Frage wie stell ein Jaba

x^2+i-1 in Javaden dar???

double x;
double y;
double n;

y=Math.quad(x);
n=y+(i-1);

ist das richtig ???????


----------



## AlArenal (7. Sep 2008)

Wenn das Ergebnis richtig ist, wahrscheinlich schon.


----------



## Tobias (7. Sep 2008)

Math.quad()?
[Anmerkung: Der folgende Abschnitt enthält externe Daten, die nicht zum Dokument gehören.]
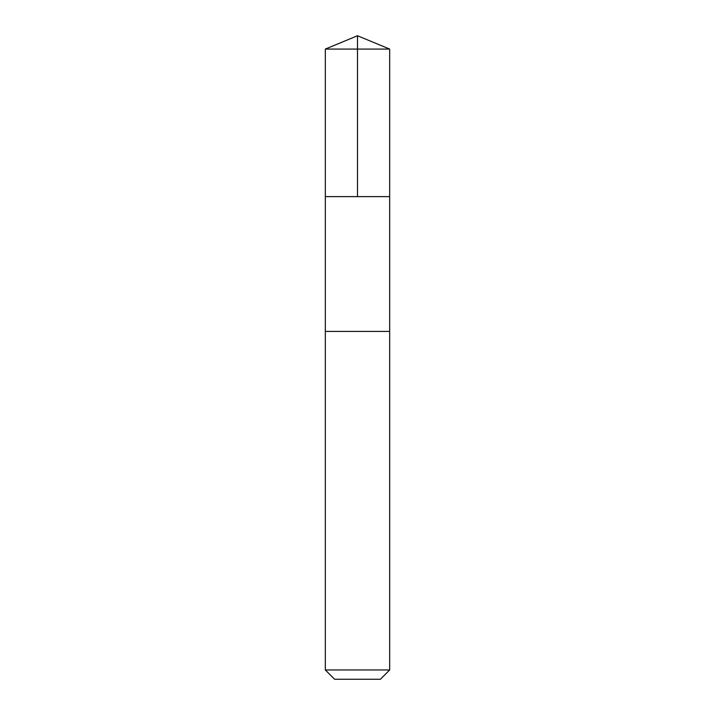 <?xml version="1.0" encoding="UTF-8"?>
<svg xmlns="http://www.w3.org/2000/svg" width="715" height="715" viewBox="0 0 715 715"><rect width="100%" height="100%" fill="white"/><g stroke="black" fill="none" stroke-linecap="round" stroke-linejoin="round"><path stroke-width="1.07" d="M325.334 196.625L389.666 196.625L389.675 49.076L325.325 49.076L325.334 196.625L389.666 196.625L389.666 331.411L325.334 331.411L325.334 196.625M351.262 331.411L325.325 331.411L325.325 669.964L389.675 669.964L389.675 331.411L351.262 331.411M389.675 669.964L380.389 679.25L334.611 679.25L325.325 669.964M357.5 196.625L357.5 35.75L325.325 49.076M357.5 35.75L389.675 49.076"/></g></svg>

Math.pow(x, 2) soll das wohl heißen ...


----------



## 0x7F800000 (7. Sep 2008)

@Tobias:
pow(x,y) ?
wozu das bitte? kannst du etwa garantieren, dass man dazu x nicht logarithmieren, mit y multiplizieren und anschliesend e-hochnehmen muss, was im vergleich zu x*x eine ewigkeit dauert?

@Gast: jfgi? 
@masta // thomas: perfektes timing^^


----------



## masta // thomas (7. Sep 2008)

...oder einfach x*x+i-1 

Edit: Das dachte ich mir gerade auch, Andrey ;-)


----------



## Tobias (7. Sep 2008)

The Daily WTF (mein Lieblingsblog) hatte dazu gerade eine Geschichte: The Complicator's Gloves (http://thedailywtf.com/Articles/Classic-WTF-The-Complicators-Gloves.aspx) - hab einfach den Baum vor lauter Wald nicht gesehen.


----------



## kannkeinjava (7. Sep 2008)

nee ihr habt es falsch verstanden

Also es soll so heißewn

Xhoch2*(i-1)

also dieses (i-1)

steht in der Potenz


----------



## masta // thomas (7. Sep 2008)

Dann musst du das auch so hinschreiben 
Du meinst also x^(2*(i-1))?

Das kannst du ganz easy mit Math#pow() machen - wie schon oben erwähnt wurde - Math.pow(x, (2*(i-1)))


----------



## 0x7F800000 (7. Sep 2008)

> nee ihr habt es falsch verstanden
> 
> Also es soll so heißewn
> 
> Xhoch2*(i-1)


ach echt? tja, wie hätten wir uns denn so irren können, obwohl die Frage dermaßen klar und deutlich formuliert wurde:


			
				Anonymous hat gesagt.:
			
		

> Frage wie stell ein Jaba
> 
> x^2+i-1 in Javaden dar???


?
 :applaus:


----------



## Gast (7. Sep 2008)

danke


----------